We use preindustrial (1860-control), present-day (1990-control), climate of the twentieth century (20C3M), and 2xCO2 simulations from CM2.1, FLOR, FLOR-FA, and HiFLOR to evaluate the model in simulating the northeast monsoon and teleconnections, and investigate if the probability of extreme flood events over Chennai increases in the future . Preindustrial and present-day control simulations have radiative forcing fixed at 1860 and 1990 levels, respectively. The number of years of data used for our analysis is 200, 600, 500, and 300 for present-day control simulations using CM2.1, FLOR, FLOR-FA, and HiFLOR, which will be referred to hereafter as CM2.1-1990, FLOR-1990, FLOR-FA-1990, and HiFLOR-1990, respectively. To test the ability of GFDL models to simulate the mean monsoon and its teleconnections, we predominantly use the 1990 control runs, unless otherwise noted. For preindustrial control simulations, we make use of 900, 900, and 2000 years of data from CM2.1, FLOR, and FLOR-FA, which will be referred to hereafter as CM2.1-1860, FLOR-1860, and FLOR-FA-1860, respectively.
In addition, in order to understand the future changes in the probability of Chennai-like flood events, historical forcing simulations are also utilized from FLOR and FLOR-FA, which will be referred to as FLOR-20C3M and FLOR-FA-20C3M, respectively. Both FLOR and FLOR-FA have 5-member ensembles integrated from 1861 to 2040, where historical anthropogenic and aerosol forcing are prescribed from 1861 to 2005 and an RCP4.5 scenario is prescribed from 2006 onward with no volcanic forcing beyond 2006. A 35-member ensemble of FLOR-FA is also used, which is integrated from 1941 to 2040 with a similar forcing scenario as the above 5-member ensemble. This large ensemble data from FLOR and FLOR-FA has been successfully used in attribution studies of hurricanes over Hawaii (Murakami et al. 2015b), accumulated cyclone energy over the west North Pacific Ocean (Zhang et al. 2016), winter storms (Yang et al. 2015), heat waves (Jia et al. 2016), and precipitation-induced extreme floods (van der Wiel et al. 2017) over the United States.
To explore the effect of increasing greenhouse gases on extreme flood events, we also analyze the 2xCO2 runs based on the FLOR-FA-1990 simulation, which will be referred to as FLOR-FA-1990.2CO2. It comprises a 2-member ensemble, which starts at year 101 of the FLOR-FA-1990 run with CO2 increasing at the rate of 1% yr−1, doubling after 70 yr and held constant thereafter. We use 210 yr of data for our analysis. This model run has also been used in the study of precipitation extremes over the United States (van der Wiel et al. 2016, 2017).
3. Results
a.

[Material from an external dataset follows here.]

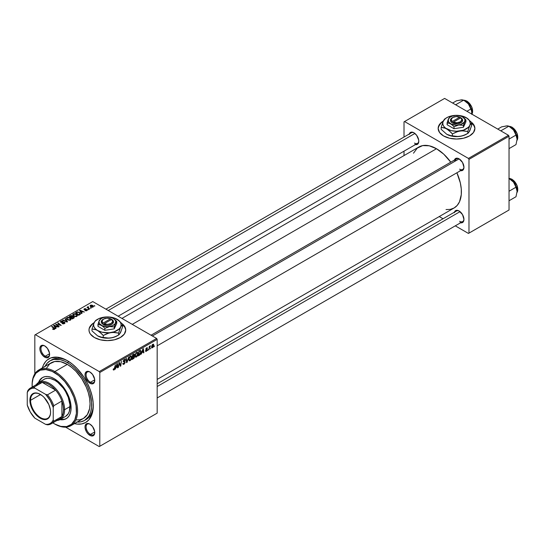 <?xml version="1.0" encoding="UTF-8"?>
<svg xmlns="http://www.w3.org/2000/svg" width="545" height="545" viewBox="0 0 545 545"><rect width="100%" height="100%" fill="white"/><g stroke="black" fill="none" stroke-linecap="round" stroke-linejoin="round"><path stroke-width="0.82" d="M443.14 121.406A18.373 10.607 0 0 0 438.153 128.545M443.535 120.922L439.549 124.362L438.153 128.422L439.549 132.483L443.535 135.923A18.373 10.607 180 0 1 438.153 128.422A18.373 10.607 180 0 1 443.296 121.058M93.978 322.994A18.373 10.607 0 0 0 88.992 330.134M94.374 322.504L90.395 325.944L89.346 327.933L88.992 330.004L89.346 332.075L90.395 334.065L94.374 337.505A18.373 10.607 180 0 1 88.992 330.004A18.373 10.607 180 0 1 94.142 322.64M90.163 424.282A6.124 3.536 -120 0 0 86.096 427.076A6.124 3.536 -120 0 0 90.422 434.426L89.884 435.36A6.887 3.978 60 0 1 85.013 426.926A6.887 3.978 60 0 1 89.884 424.112L88.017 423.465L86.437 423.772L85.102 425.883L85.102 428.077L86.437 431.729L88.017 433.861L90.831 435.802L92.589 435.98L94.38 434.488L94.66 431.395L92.589 426.619L89.884 424.112A6.887 3.978 60 0 1 94.755 432.546A6.887 3.978 60 0 1 89.884 435.36L90.422 434.426A6.124 3.536 60 0 1 86.423 429.031A6.124 3.536 60 0 1 87.364 424.119A6.124 3.536 60 0 1 90.163 424.282M45.017 346.082A6.124 3.536 -120 0 0 40.95 348.882A6.124 3.536 -120 0 0 45.276 356.226L44.738 357.166A6.887 3.978 60 0 1 39.86 348.725A6.887 3.978 60 0 1 44.738 345.911L42.871 345.264L41.291 345.571L39.955 347.683L39.955 349.876L40.684 352.329L42.871 355.66L45.685 357.609L47.442 357.779L49.234 356.294L49.513 353.201L47.442 348.425L44.738 345.911A6.887 3.978 60 0 1 49.609 354.352A6.887 3.978 60 0 1 44.738 357.166L45.276 356.226A6.124 3.536 60 0 1 41.277 350.83A6.124 3.536 60 0 1 42.217 345.925A6.124 3.536 60 0 1 45.017 346.082M90.163 372.146A6.124 3.536 -120 0 0 86.096 374.946A6.124 3.536 -120 0 0 90.422 382.29L89.884 383.23A6.887 3.978 60 0 1 85.013 374.79A6.887 3.978 60 0 1 89.884 371.976L88.017 371.329L86.437 371.635L85.102 373.747L85.102 375.941L85.831 378.394L88.017 381.725L90.831 383.673L92.589 383.844L94.38 382.358L94.66 379.266L92.589 374.49L89.884 371.976A6.887 3.978 60 0 1 94.755 380.417A6.887 3.978 60 0 1 89.884 383.23L90.422 382.29A6.124 3.536 60 0 1 86.423 376.895A6.124 3.536 60 0 1 87.364 371.99A6.124 3.536 60 0 1 90.163 372.146M49.581 353.746L45.276 356.226L49.581 353.746M94.728 431.94L90.422 434.426L94.728 431.94M94.728 379.81L90.422 382.29L94.728 379.81M151.047 335.223L456.546 158.84A6.124 3.536 60 0 1 459.346 159.004A6.124 3.536 -120 0 0 455.313 161.075M454.428 160.067A6.887 3.978 60 0 1 459.067 158.833L456.363 158.214L455.02 158.99L454.292 160.598M409.281 133.995A6.887 3.978 60 0 1 413.921 132.762L412.061 132.115L410.48 132.421L409.145 134.533M454.428 212.196A6.887 3.978 60 0 1 459.067 210.963L457.207 210.316L455.627 210.622L454.292 212.734M45.051 366.363A34.451 19.893 60 0 1 50.085 360.804L51.707 359.864A34.451 19.893 60 0 1 68.132 361.124A34.451 19.893 -120 0 0 50.917 360.368M42.34 367.93A36.747 21.214 60 0 1 67.308 360.633L62.239 358.283L57.368 357.179L50.821 357.929L47.224 360.007L45.705 361.498L43.3 365.293L42.34 367.93M121.957 318.423L418.887 146.993A35.214 20.329 -120 0 1 436.497 148.737L443.725 154.146L450.776 162.172A35.214 20.329 -120 0 0 436.497 148.737L132.272 324.377L436.497 148.737L429.269 145.801L422.661 145.597L417.245 148.138L413.492 153.206M446.028 209.559L450.334 209.382L454.101 207.986A35.214 20.329 -120 0 0 456.901 172.785L460.327 182.902L461.274 188.979L461.274 194.613L459.503 201.773L457.201 205.417L454.101 207.986L157.171 379.422M157.171 383.816L456.546 210.97A6.124 3.536 60 0 1 459.346 211.133M105.9 309.158L411.4 132.776A6.124 3.536 60 0 1 414.2 132.932M34.825 335.005L34.825 373.843L34.825 335.005L92.752 301.562L156.626 338.445L99.245 371.574L35.37 334.691L99.245 371.574L99.789 372.507L99.789 446.266L157.171 413.144L157.171 339.385L99.789 372.507L99.789 446.266L99.245 446.58L65.618 427.164L99.245 446.58L157.171 413.144L99.245 446.58L157.171 413.144L157.171 339.385L156.626 338.445L157.171 339.385L99.789 372.507L99.245 371.574L156.626 338.445L92.752 301.562L34.825 335.005M138.028 353.576L137.251 356.192L136.305 357.111L135.528 357.145L135.078 355.667L135.821 353.289L137.292 352.22L138.028 353.576L137.565 352.302L136.72 352.383L135.589 353.691L135.071 355.933L135.562 357.166L136.373 357.07L135.099 356.335L136.373 357.07L138.028 353.576L137.592 353.324L138.028 353.576M142.013 352.56L141.121 354.27L142.885 348.882L143.362 348.602L143.887 352.676L143.492 352.908L143.362 351.784L142.013 352.56L143.362 351.784L143.492 352.908L143.887 352.676L143.362 348.602L142.885 348.882L141.121 354.27L142.013 352.56M114 369.987L113.319 369.96L113.258 369.054L113.653 368.767L113.857 369.524L114.389 369.033L115.397 364.748L114.668 369.217L114 369.987L114.927 368.229L115.397 364.748L114.021 369.462L113.653 368.767L113.258 369.054L114 369.987L113.224 369.469M125.18 362.248L124.444 363.883L123.088 364.346L122.823 363.413L123.211 363.133L123.817 363.788L124.771 362.684L124.628 362.153L123.238 361.607L123.865 359.87L124.703 359.4L125.302 359.748L125.377 360.293L124.982 360.565L124.328 360.047L123.606 361.015L124.941 361.546L125.18 362.248L123.606 361.083L124.26 360.088L125.377 360.293L125.057 359.448L124.274 359.571L123.211 361.342L124.791 362.514L124.022 363.692L123.313 363.719L123.211 363.133L122.823 363.413L123.136 364.373L123.994 364.217L122.823 363.542L123.994 364.217L125.18 362.248L123.225 361.117L125.18 362.248M128.722 357.057L127.067 362.384L126.563 362.677L125.984 358.637L126.386 358.406L126.883 361.873L128.722 357.057L126.883 361.873L126.386 358.406L125.984 358.637L126.563 362.677L127.067 362.384L126.474 362.044L127.067 362.384L128.722 357.057M131.727 357.213L130.95 359.823L130.078 360.708L129.226 360.783L128.797 359.032L129.519 356.927L130.991 355.858L131.727 357.213L131.263 355.94L130.418 356.021L129.294 357.329L128.777 359.564L129.26 360.804L130.078 360.708L128.804 359.972L130.078 360.708L131.727 357.213L131.291 356.961L131.727 357.213M154.508 345.918L154.017 346.824L154.508 345.918M134.533 356.716L133.539 356.144L134.533 356.716L134.227 357.84L131.924 359.584L132.564 354.836L134.465 354.209L134.056 356.103L134.533 356.716L134.056 356.103L134.581 354.734L134.056 354.046L132.564 354.836L131.924 359.584L133.443 358.705L133 358.453L133.443 358.705L134.533 356.716L134.056 356.103M116.078 367.534L115.193 369.244L116.95 363.856L117.434 363.576L117.952 367.65L117.556 367.882L117.427 366.758L116.078 367.534L117.427 366.758L117.556 367.882L117.952 367.65L117.434 363.576L116.95 363.856L115.193 369.244L116.078 367.534M119.144 364.292L118.34 367.425L118.987 362.677L119.403 362.439L120.486 365.525L121.412 361.274L120.772 366.022L120.356 366.26L119.266 363.181L119.144 364.292L119.266 363.181L120.356 366.26L120.772 366.022L121.412 361.274L120.486 365.525L119.403 362.439L118.987 362.677L118.34 367.425L119.144 364.292L118.796 364.087L119.144 364.292M146.789 349.822L145.801 349.25L146.932 350.088L146.414 350.878L145.849 350.408L145.454 350.687L146.401 351.287L145.61 351.321L145.454 350.687L145.849 350.408L146.264 350.946L146.932 350.142L145.931 349.652L145.856 348.841L146.625 347.853L147.463 347.948L147.13 348.589L146.816 348.18L146.23 348.746L147.327 349.747L146.571 351.171L147.327 349.822L146.196 348.943L146.612 348.262L147.525 348.303L147.3 347.744M139.956 354.843L138.226 355.946L138.866 351.198L140.501 350.415L141.121 351.423L140.685 353.712L139.956 354.843L141.128 351.689L140.29 350.435L138.866 351.198L138.226 355.946L139.343 355.299L138.9 355.04L139.956 354.843M153.772 345.06L153.022 347.315L151.837 347.751L151.673 346.286L152.287 344.774L153.254 344.133L153.765 344.828L152.852 344.263L151.605 347.008L152.546 347.73L151.619 347.199L152.546 347.73L153.772 345.06L153.302 344.787L153.772 345.06M150.863 348.023L150.379 348.929L150.863 348.023M149.453 348.187L148.853 349.808L149.323 346.354L149.718 346.13L149.616 346.845L150.529 345.721L149.453 348.187L150.529 345.721L149.616 346.845L149.718 346.13L149.323 346.354L148.853 349.808L149.453 348.187L149.098 347.983L149.453 348.187M148.206 349.556L147.722 350.462L148.206 349.556M88.569 309.608L87.718 309.471L88.569 309.608M91.226 308.075L90.375 307.939L91.226 308.075M76.879 316.413L77.37 315.255L76.014 314.022L74.256 313.695L72.853 314.424L73.52 315.943L75.973 316.686L77.438 315.589L76.327 314.186L73.33 313.968L72.778 314.949L73.936 316.216L76.879 316.413M82.002 313.395L81.437 312.53L82.779 311.754L84.339 312.047L80.026 310.159L79.55 310.439L81.58 313.641L82.002 313.395L81.437 312.53L82.779 311.754L84.339 312.047L80.026 310.159L79.55 310.439L81.58 313.641L82.002 313.395M72.567 316.597L72.165 315.766L72.165 317.088L72.165 315.766L70.789 315.569L70.196 316.345L70.196 315.834L69.229 316.393L72.376 318.954L74.236 317.776L74.011 316.904L72.567 316.597L72.417 315.943L71.531 315.535L69.229 316.393L72.376 318.954L74.324 317.49L72.642 316.352M67.519 321.754L65.386 318.614L64.964 318.859L66.79 321.55L63.05 319.963L62.648 320.194L67.021 322.047L67.519 321.754L65.386 318.614L64.964 318.859L66.79 321.55L63.05 319.963L62.648 320.194L67.021 322.047L67.519 321.754M54.5 329.33L54.371 328.185L54.371 329.398L54.371 328.185L52.061 326.312L52.061 326.864L52.061 326.312L51.659 326.537L53.887 328.349L54.084 329.5L54.084 329.057L53.219 329.03L53.219 329.446L52.926 328.819L52.926 329.316L52.926 328.819L52.579 329.078L53.914 329.527L54.834 328.751L52.061 326.312L51.659 326.537L54.268 328.792L52.722 329.194L54.5 329.33L54.854 328.867M59.194 326.564L56.51 324.404L61.231 325.392L58.077 322.831L57.681 323.062L60.366 325.222L55.651 324.234L58.792 326.796L59.194 326.564L56.51 324.404L61.231 325.392L58.077 322.831L57.681 323.062L60.366 325.222L55.651 324.234L58.792 326.796L59.194 326.564M94.374 337.505L100.335 339.808L107.365 340.611L114.395 339.808L120.356 337.505L124.342 334.065L125.738 330.004L124.342 325.944L122.564 324.043A18.373 10.607 180 0 1 125.738 330.004A18.373 10.607 180 0 1 114.395 339.808A18.373 10.607 180 0 1 94.374 337.505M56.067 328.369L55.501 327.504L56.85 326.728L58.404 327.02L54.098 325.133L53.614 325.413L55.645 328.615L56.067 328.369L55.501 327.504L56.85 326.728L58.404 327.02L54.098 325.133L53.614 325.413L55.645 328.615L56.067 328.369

Simulation of the northeast monsoon
1) Mean state and variability
We first investigate the ability of the suite of GFDL models to simulate the mean state and variability of the northeast monsoon rainfall. Since we are motivated to understand the probability of occurrence of Chennai-like flood events in the future, we show the results for November–December, which coincide with the peak rainfall over Chennai during 2015. The CM2.1 model simulates weaker-than-observed mean rainfall over the northeast monsoon region (Figs. 1a,c). The higher-resolution FLOR model improves the simulation of mean rainfall (Fig. 1e). FLOR-FA, the flux-adjusted version of FLOR, shows further improvement in simulation of mean rainfall (Fig. 1g), especially over coastal regions, although the mean is slightly higher than in observations. Similarly, FLOR and FLOR-FA have a more realistic representation of observed variability of the northeast monsoon rainfall compared to CM2.1 (Figs. 1b,d,f,h).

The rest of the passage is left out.